两人分头行动。
江隨检查起瓦罐,而许贺临则直奔法坛。
片刻。
“五臟钓阴,纸人守门,是南方五阴宗的手段!”许贺临眉头紧锁。
“此宗居然在津门出现!”江隨沉著脸。
南五阴宗与无极真宗差不多,都是百年前的大宗派。
但两者不同的是,无极真宗是为抵抗外侵,耗尽宗门底蕴而消亡,只留下寥寥传人。
南五阴宗却是趁著混乱,大肆收集尸体,最后被反噬,进而宗门覆灭。
“此处没有明显战斗痕跡,守门纸人不守门,那个姓方的小子,恐怕已惊了蛇!”
许贺临声音冰冷。
“当真找死!许馆主,我们走!”
“若是害了我师弟,我必要那方宅上下全部陪葬!”
两人认为,方启已经被守门纸人拿下,並打草惊蛇,所以他们行动必须要快。
......
消毒水,西洋电灯,红十字,玻璃门...
这些西洋医院的元素出现在一个庙宇之內,让摸到此处的方启不免惊讶了一番。
是的,他眼前的这座佛殿的灯火,用的不是蜡烛油灯,而是西洋的电灯。
並且,殿宇门口掛的不是佛言,而是红十字。
如此反常逆差,任谁见了也要停顿一下。
“救人一命胜造七级浮屠。”一穿著袈裟,面目慈和的老和尚双手合十,盘坐在门口。
“里面正在进行法度,还请施主勿要打扰。”
话音刚落,左右两侧,便有七人眼神不善的围上来。
这些人只穿著普通人的衣服,男女老少都有。
“我就这么一个儿子,可老天爷不长眼,让我儿心无长志,幸得大师慈悲,还请小兄弟不要打扰法度。”
先有一佝僂著腰的老头拄著拐杖说道。
“一大家子,就靠我家那口子拉黄包车养活,”又一妇人哭哭啼啼咒骂,“没人愿意帮忙就算了,有些人还要来捣乱,非要我们家全死光才肯罢休吗?”

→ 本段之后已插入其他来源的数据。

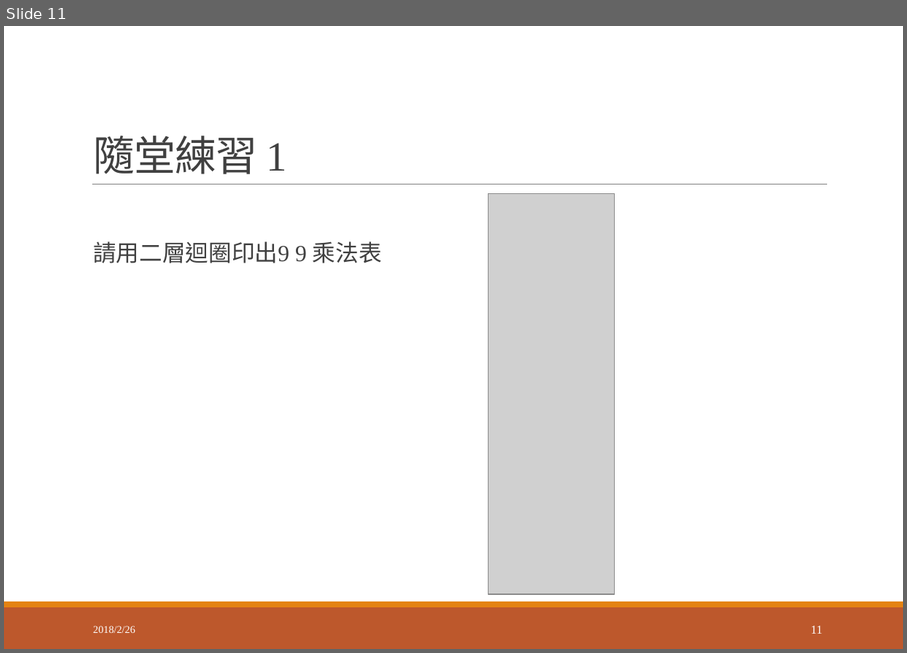
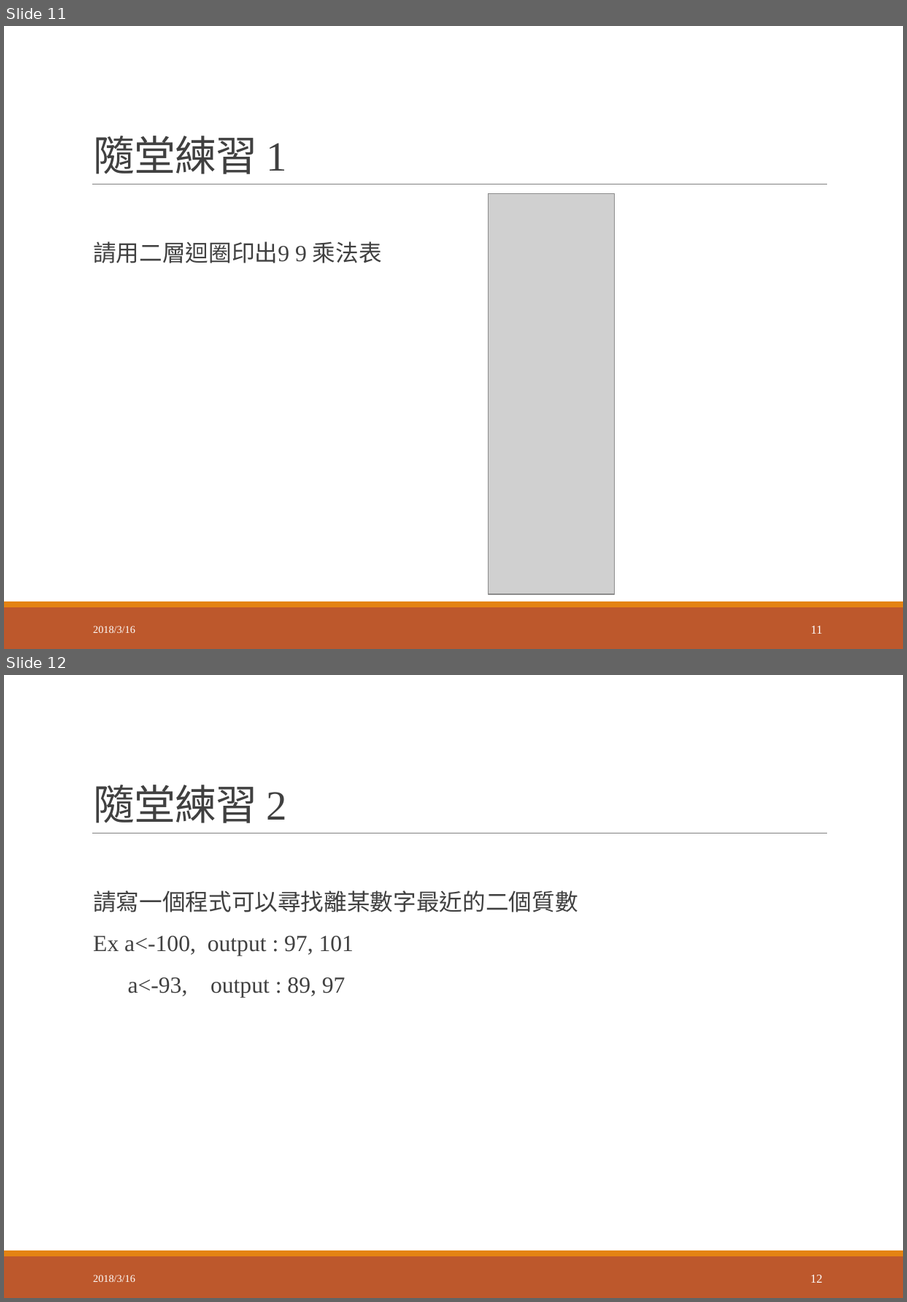
Before and after one commit to danny200026/R-Programming, a slide deck: class-tutorial/source/DM_Ch04.pptx. Shown one above the other, each under a label of ours: slide 11 before the commit, slides 11 and 12 after it. The pictures are 907x653 and 907x1302 pixels, drawn with LibreOffice and Linux fonts; fonts in the diff are those of the drawing; grey boxes stand for pictures. Boxes give left, top, right and bottom in pixels: in the first picture for what was removed or moved away, otherwise in the second. Text is boxed around its words. In the diff, an @@ line names an element or a change of style, - is before the commit and + after.

```diff
--- a/class-tutorial/source/DM_Ch04.pptx
+++ b/class-tutorial/source/DM_Ch04.pptx
@@ slide 12 added at (x1=4, y1=675, x2=903, y2=1298), background #FFFFFF; not listed: 3 template elements that a slide beside it also shows @@
@@ title added at (x1=93, y1=785, x2=287, y2=823), 36 pt, text #404040 @@
+隨堂練習 2
@@ text added at (x1=93, y1=890, x2=578, y2=997), 20 pt, text #404040 @@
+  請寫一個程式可以尋找離某數字最近的二個質數
+  Ex a<-100, output : 97, 101
+  a<-93, output : 89, 97
@@ text added at (x1=93, y1=1274, x2=135, y2=1282), 9 pt, text #FFFFFF @@
+2018/3/16
@@ page number added at (x1=811, y1=1274, x2=823, y2=1282), 10.5 pt, text #FFFFFF @@
+12
@@ slide 11 changed as well @@
@@ text at (x1=93, y1=625, x2=135, y2=633): text changed @@
-2018/2/26
+2018/3/16
```
Also in this commit, not shown: 11 other slides changed, 15 other files.

另有一男童,手里紧紧攥著一根木棍,两个眼球死死盯著方启,似乎方启只要敢靠近手术室一步,他就要跟拼命。
方启站在院子中央,看了眼这些人,又望向门口的老和尚,“老东西,你臭了。”
虽然空气中到处都是消毒水,但自进入此地,他便闻到了老和尚身上,与先前无缺殿那些瓦罐里一样的腐臭味。
老和尚面无表情,依旧双手合十,只道:“出家人慈悲为怀,施主还是请回吧。”
恰在这时,手术室上的红十字灯光掐灭,有个穿著白大褂的医生从里面走出来,长长嘆了口气:“没救回来。”
“儿啊!”
“爹!”
“你个没良心的!不就是让你多拉两趟车吗!你喊什么累啊!你死了,我们怎么活啊!”
几人或往地上一摊,或嚎啕大哭,好不悲痛。
“是你!都是你!”那妇人突然指著方启破口大骂,“要不是你,我家那口子就不会死!”
唰唰唰!
其余六人目光,一瞬间,齐刷刷怒视向方启。
仿佛,真是方启害死了他们家的顶樑柱。
“善哉...”老和尚一颗颗捻著佛珠,轻声嘆息,“施主,你身上的孽债,又多了一笔。”
方启隨手摘下旁边香炉的三炷香。
“演完了吗?”
唰唰唰!
三根香,如离弦之箭,倏然射出。
一根贯穿摊地老人胸膛,一根爆了男童,还有一根,让那喋喋不休的妇人燃起来了。